Der Mann taumelte, prallte ungeschickt gegen den Tisch und versuchte, den Angreifer abzuschütteln, aber mit einemmal waren überall kleine, dürre Gestalten: gleich mehrere stürzten sich gleichzeitig auf den Aufseher und rangen ihn durch ihre bloße Überzahl zu Boden, obwohl sich dieser mit aller Kraft wehrte. Schon war er mit Fetzen aus seiner eigenen Kleidung gefesselt und geknebelt.

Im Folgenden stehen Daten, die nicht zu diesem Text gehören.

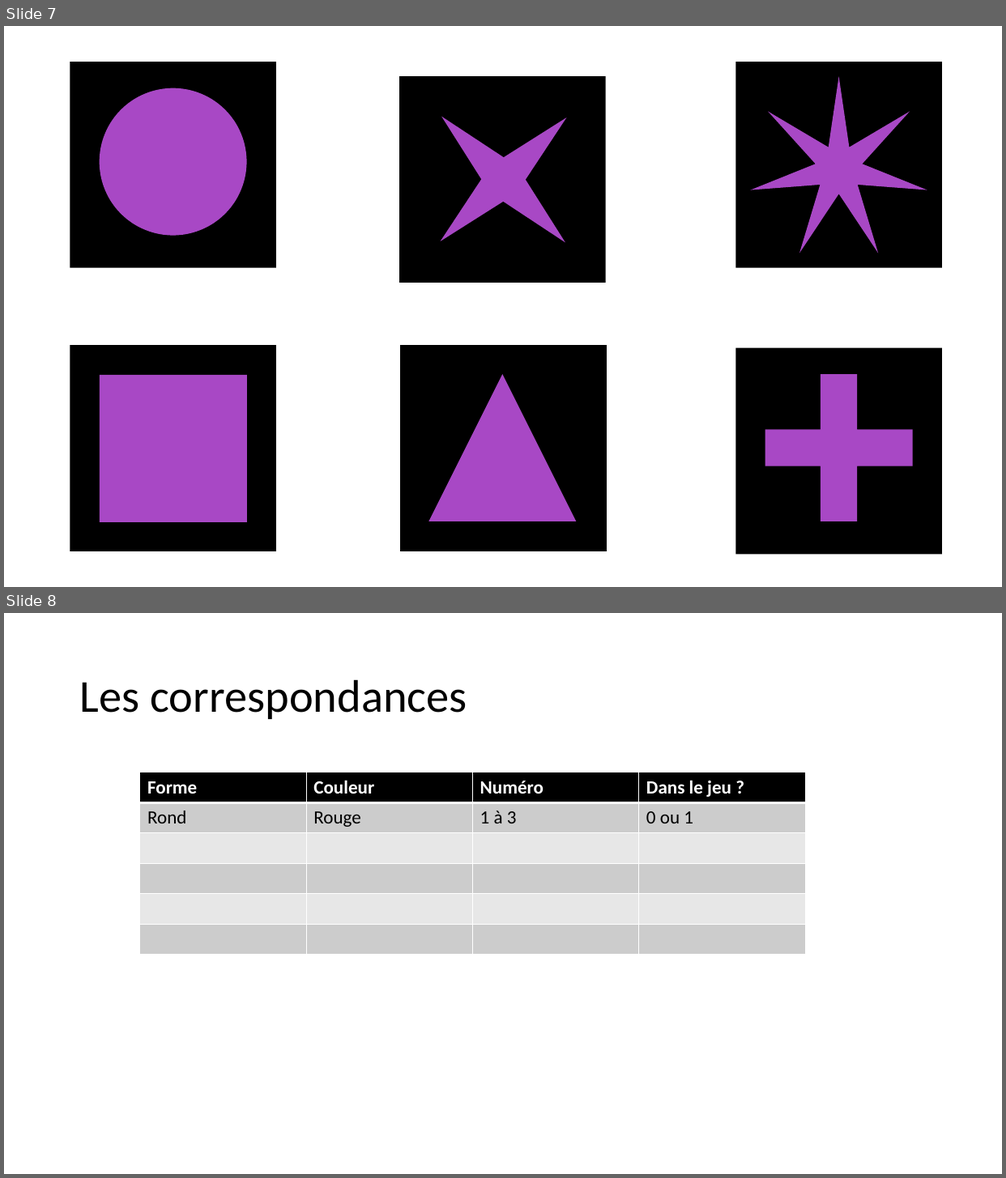
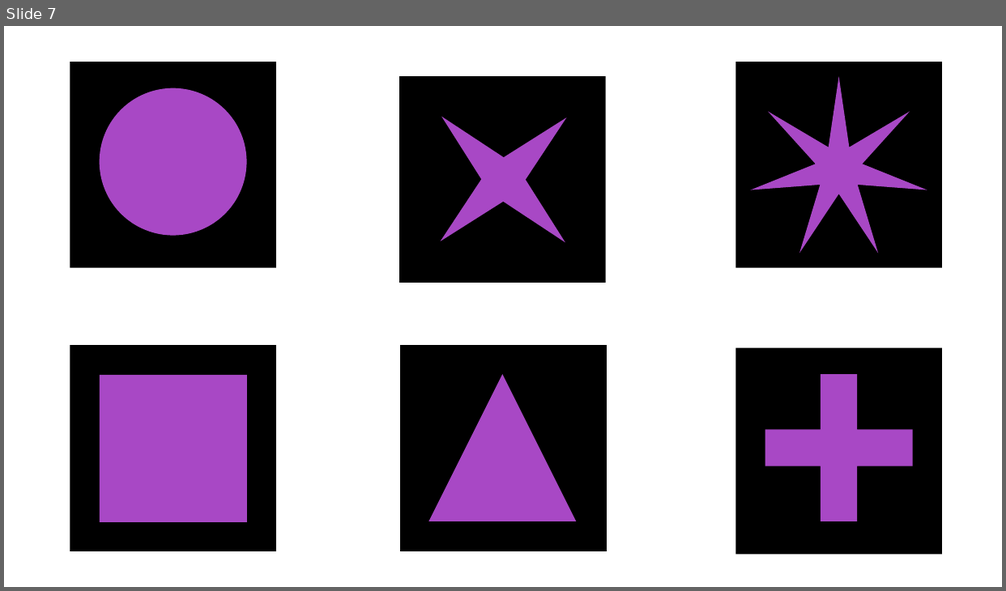
Before and after one commit to MMargueritat/Qwirkle, a slide deck: Présentation1.pptx. Shown one above the other, each under a label of ours: slides 7 and 8 before the commit, slide 7 after it. The pictures are 1006x1178 and 1006x591 pixels, drawn with LibreOffice and Linux fonts; fonts in the diff are those of the drawing. Boxes give left, top, right and bottom in pixels: in the first picture for what was removed or moved away, otherwise in the second. Text is boxed around its words. In the diff, an @@ line names an element or a change of style, - is before the commit and + after.

```diff
--- a/Présentation1.pptx
+++ b/Présentation1.pptx
@@ slide 8 removed at (4,613,1002,1174), background #FFFFFF @@
@@ title removed at (80,679,467,719) @@
-Les correspondances
@@ table removed at (140,773,805,954), 6 rows, 4 columns @@
-Forme | Couleur | Numéro | Dans le jeu ?
-Rond | Rouge | 1 à 3 | 0 ou 1
- |  |  | 
- |  |  | 
- |  |  | 
- |  |  | 
```
Also in this commit, not shown: 1 slide added, 1 other slide removed, 7 other files.

Alles ging so schnell, daß ihm nicht einmal Zeit für einen letzten Schrei blieb.
Kim richtete sich taumelnd auf und rieb sich den schmerzenden Arm. »Danke«, murmelte er, als er jetzt Jarrn unter den Zwergen erkannte. »Das war knapp.«
»Du hättest dich eben nicht erwischen lassen sollen, Dummkopf«, antwortete Jarrn vorlaut wie immer.
Diesmal aber lächelte Kim. »Und ich habe schon gedacht, du würdest mich einfach zurücklassen.«
Jarrn schürzte die Lippen. »Damit er dich niederschlägt und anschließend den ganzen Berg zusammenbrüllt?« Er schüttelte heftig den Kopf. »Und außerdem sind wir jetzt quitt«, brummte er eher zu sich selbst als an Kim gewandt. Kim zog es vor, nicht weiter über die Bedeutung dieser Worte nachzudenken, und wandte sich statt dessen zur Tür, um zum Ausgang der Schmiede zurückzukehren.
»Wo willst du hin?« rief ihm Jarrn nach.
Kim deutete zur anderen Seite der Halle. »Ich hatte nicht vor, hierzubleiben«, sagte er.
»Wir auch nicht, stell dir vor«, höhnte Jarrn. »Aber dort kommen wir nicht hinaus. Draußen wimmelt es von Flußleuten.«
»Ach ja?«, erwiderte Kim ärgerlich. »Sollen wir hier solange warten, bis es ihnen zu langweilig wird und sie heimgehen?«
Da streckte ihm Jarm die Zunge heraus, ließ ihn dann einfach stehen und wandte sich heftig gestikulierend an seine Brüder. »Die Hälfte von euch arbeitet weiter!« befahl er. »Macht ordentlich Lärm, damit sie denken, in der Schmiede wäre alles beim alten. Einer hält Wache. Die anderen kommen zu mir.«
Die Zwerge gehorchten, und zwar so widerspruchslos und rasch, daß Kim sich doch sehr wunderte. Er hatte es noch nicht erlebt, daß ein Zwerg etwas tat, ohne zu maulen oder eine gehässige Bemerkung anzubringen. Aber gut die Hälfte der zerlumpten Gestalten trat nun sogleich an die Feuer und begann, einen Lärm zu vollführen, daß der ganze Berg widerzuhallen schien. Die anderen drängten sich zu Kims Verblüffung in die kleine Kammer des Aufsehers hinein - und begannen mit Hämmern und Spitzhacken auf die Rückwand des Raumes einzuschlagen.